(Raw data Opens)

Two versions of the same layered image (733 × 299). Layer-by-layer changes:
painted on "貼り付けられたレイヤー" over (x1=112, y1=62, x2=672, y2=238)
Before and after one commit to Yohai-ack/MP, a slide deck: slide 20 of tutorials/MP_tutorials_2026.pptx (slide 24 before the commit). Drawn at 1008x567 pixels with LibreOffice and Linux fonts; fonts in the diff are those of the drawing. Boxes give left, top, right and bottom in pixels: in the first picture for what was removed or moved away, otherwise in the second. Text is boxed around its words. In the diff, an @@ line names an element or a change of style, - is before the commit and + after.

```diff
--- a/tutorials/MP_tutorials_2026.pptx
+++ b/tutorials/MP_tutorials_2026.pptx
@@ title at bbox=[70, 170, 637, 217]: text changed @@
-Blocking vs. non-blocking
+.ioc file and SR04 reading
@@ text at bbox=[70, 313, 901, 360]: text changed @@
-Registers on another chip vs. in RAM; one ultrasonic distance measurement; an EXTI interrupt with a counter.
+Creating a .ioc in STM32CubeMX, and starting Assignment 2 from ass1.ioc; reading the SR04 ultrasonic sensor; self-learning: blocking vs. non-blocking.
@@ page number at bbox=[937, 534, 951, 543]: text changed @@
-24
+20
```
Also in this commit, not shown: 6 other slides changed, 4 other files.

(Raw data Closes)

▶ [Exercise directions] Every entry needs to be written out again, exactly as given.

▶ [Solution]
Two versions of the same layered image (733 × 299). Layer-by-layer changes:
painted on "貼り付けられたレイヤー" over (x1=112, y1=62, x2=672, y2=238)
Before and after one commit to Yohai-ack/MP, a slide deck: slide 20 of tutorials/MP_tutorials_2026.pptx (slide 24 before the commit). Drawn at 1008x567 pixels with LibreOffice and Linux fonts; fonts in the diff are those of the drawing. Boxes give left, top, right and bottom in pixels: in the first picture for what was removed or moved away, otherwise in the second. Text is boxed around its words. In the diff, an @@ line names an element or a change of style, - is before the commit and + after.

```diff
--- a/tutorials/MP_tutorials_2026.pptx
+++ b/tutorials/MP_tutorials_2026.pptx
@@ title at bbox=[70, 170, 637, 217]: text changed @@
-Blocking vs. non-blocking
+.ioc file and SR04 reading
@@ text at bbox=[70, 313, 901, 360]: text changed @@
-Registers on another chip vs. in RAM; one ultrasonic distance measurement; an EXTI interrupt with a counter.
+Creating a .ioc in STM32CubeMX, and starting Assignment 2 from ass1.ioc; reading the SR04 ultrasonic sensor; self-learning: blocking vs. non-blocking.
@@ page number at bbox=[937, 534, 951, 543]: text changed @@
-24
+20
```
Also in this commit, not shown: 6 other slides changed, 4 other files.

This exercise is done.